# Navy Suit - What Color Shoes?????



## anonterm (May 2, 2005)

Hi... I recently purchased a beautiful new navy blue pinstripe suit. I am not sure what color shoes to wear with it. I have three choices... Black, Dark Brown, or Light Brown. Can you guys give me your opinions for which shoes to wear with the suit? If it matters, I'm going for that power lawyer look. Thanks a lot!


----------



## jml90 (Dec 7, 2005)

I say light brown (I'm a dandy)


----------



## Eskie (May 5, 2006)

I would stay with black, although a dark brown or deep burgundy cordovan would be appropriate for daytime wear. Personally, I would find a light brown harder to work with than jml90, but, if you can put it together, it could be a quite striking.


----------



## DocHolliday (Apr 11, 2005)

All three, depending on the occasion.
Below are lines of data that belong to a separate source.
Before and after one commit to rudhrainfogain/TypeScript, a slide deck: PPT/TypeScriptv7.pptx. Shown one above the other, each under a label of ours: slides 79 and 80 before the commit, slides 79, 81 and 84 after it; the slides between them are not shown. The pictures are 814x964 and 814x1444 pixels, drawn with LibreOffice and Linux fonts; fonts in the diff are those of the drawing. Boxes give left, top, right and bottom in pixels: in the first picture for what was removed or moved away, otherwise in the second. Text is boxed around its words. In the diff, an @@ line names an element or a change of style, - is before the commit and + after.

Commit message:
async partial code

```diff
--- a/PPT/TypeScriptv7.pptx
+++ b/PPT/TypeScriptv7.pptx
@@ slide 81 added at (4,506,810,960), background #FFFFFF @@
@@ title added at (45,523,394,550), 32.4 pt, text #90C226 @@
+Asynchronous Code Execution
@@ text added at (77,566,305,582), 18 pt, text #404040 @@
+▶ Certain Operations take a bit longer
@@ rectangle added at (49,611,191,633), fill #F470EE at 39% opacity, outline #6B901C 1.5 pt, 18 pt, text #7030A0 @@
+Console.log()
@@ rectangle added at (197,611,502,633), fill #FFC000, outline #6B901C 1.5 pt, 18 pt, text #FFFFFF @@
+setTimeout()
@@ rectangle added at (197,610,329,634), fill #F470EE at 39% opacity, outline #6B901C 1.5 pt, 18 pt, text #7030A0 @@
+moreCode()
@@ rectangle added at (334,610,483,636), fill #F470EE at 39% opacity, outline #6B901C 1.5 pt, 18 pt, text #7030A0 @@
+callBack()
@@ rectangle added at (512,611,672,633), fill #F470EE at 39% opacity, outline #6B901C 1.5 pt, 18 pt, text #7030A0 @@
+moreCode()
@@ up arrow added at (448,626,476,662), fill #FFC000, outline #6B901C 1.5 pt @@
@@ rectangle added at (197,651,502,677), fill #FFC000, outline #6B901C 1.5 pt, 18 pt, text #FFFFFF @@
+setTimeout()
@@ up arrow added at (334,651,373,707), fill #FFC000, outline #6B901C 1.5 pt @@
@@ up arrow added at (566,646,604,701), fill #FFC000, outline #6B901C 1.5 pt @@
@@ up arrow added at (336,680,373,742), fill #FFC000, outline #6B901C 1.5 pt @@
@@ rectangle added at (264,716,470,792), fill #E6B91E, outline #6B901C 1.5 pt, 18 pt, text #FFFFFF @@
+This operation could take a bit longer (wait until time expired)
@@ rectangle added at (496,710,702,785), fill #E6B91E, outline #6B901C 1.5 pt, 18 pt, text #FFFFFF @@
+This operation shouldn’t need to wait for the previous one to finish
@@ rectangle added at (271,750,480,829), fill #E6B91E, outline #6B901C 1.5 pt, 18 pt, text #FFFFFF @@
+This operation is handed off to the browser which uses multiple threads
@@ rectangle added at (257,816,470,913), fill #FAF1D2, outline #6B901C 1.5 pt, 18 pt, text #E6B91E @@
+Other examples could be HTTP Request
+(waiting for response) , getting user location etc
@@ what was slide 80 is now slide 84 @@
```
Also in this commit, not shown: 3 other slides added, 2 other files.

Dark brown would be the pair I reached for most often.


----------



## MER (Feb 5, 2006)

For business: the black
For fun: the dark brown
For looking like JFK: the light brown

So for your power lawyer look go with the black.


----------



## southampton man (Mar 15, 2006)

WOW ! I would have thought black only ...non-negotiable.

"never wear brown after six"


----------



## DocHolliday (Apr 11, 2005)

> quote:_Originally posted by southampton man_
> 
> WOW ! I would have thought black only ...non-negotiable.
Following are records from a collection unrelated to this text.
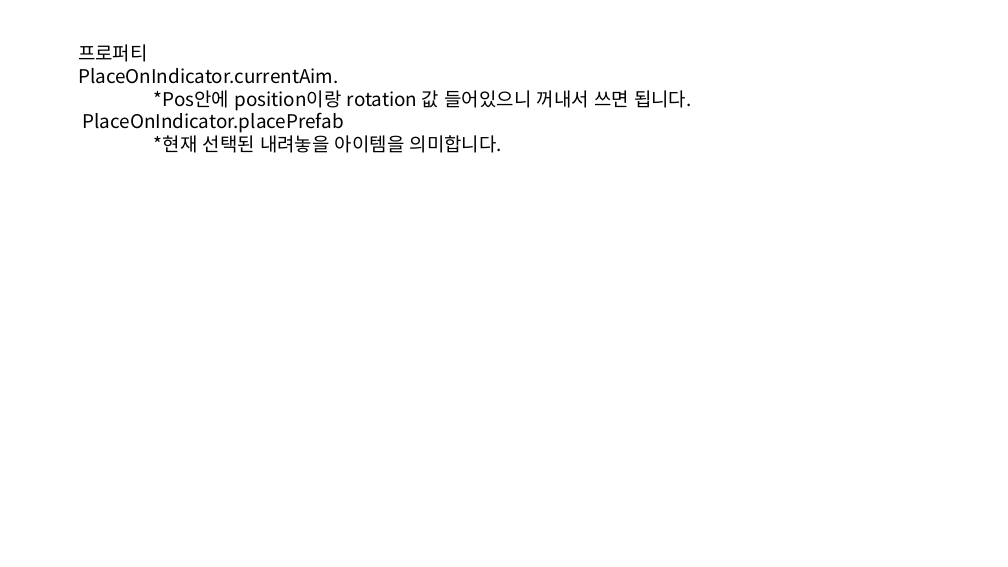
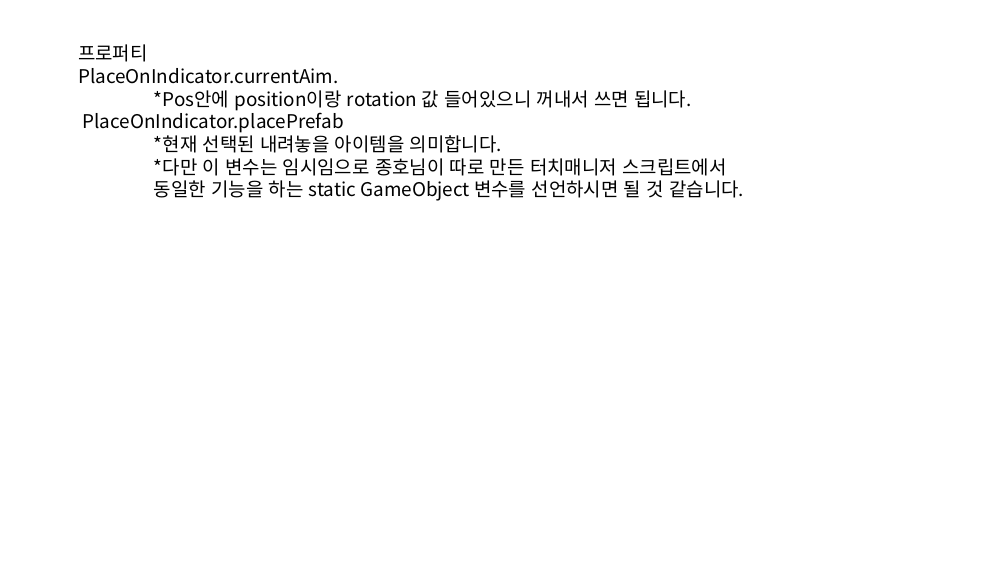
Before and after one commit to minwoo00044/APet, a slide deck: slide 2 of Docs/touchManager.pptx. Drawn at 1008x567 pixels with LibreOffice and Linux fonts; fonts in the diff are those of the drawing. Boxes give left, top, right and bottom in pixels: in the first picture for what was removed or moved away, otherwise in the second. Text is boxed around its words. In the diff, an @@ line names an element or a change of style, - is before the commit and + after.

Commit message:
ui 로직 베이스, 독스 변경
ui 로직 임시로 디버그 찍어놨음
독스 살짝 변경

```diff
--- a/Docs/touchManager.pptx
+++ b/Docs/touchManager.pptx
@@ text at [154,158,744,201]: paragraph added @@
+*다만 이 변수는 임시임으로 종호님이 따로 만든 터치매니저 스크립트에서
+동일한 기능을 하는 static GameObject 변수를 선언하시면 될 것 같습니다.
```
Also in this commit, not shown: 2 other files.

In the UK, I can certainly understand why. Probably wouldn't have even been a question.


----------



## maxnharry (Dec 3, 2004)

Certainly all three, but as an earlier poster stated, it would depend on the occasion.

1. Black-the most formal and imho never incorrect. When in doubt, I wear black
2. Dark brown-a little more sophisticated 
3. Light brown-the most sophisticated of your choices. Not a common look, but one that will make you stand out. Folks who know will appreciate your choice, but the occasion will decide.


----------



## DocHolliday (Apr 11, 2005)

> quote:_Originally posted by maxnharry_
> 
> 3. Light brown-the most sophisticated of your choices. Not a common look, but one that will make you stand out. Folks who know will appreciate your choice, but the occasion will decide.


Certainly the trendiest at the moment, I'd say. But I wouldn't wear it to court.


----------



## rip (Jul 13, 2005)

I love, in the following order: chestnut, British tan, cordovan and, occasionally, black with navy blue. I never could bring myself to care for plain brown... just too boring!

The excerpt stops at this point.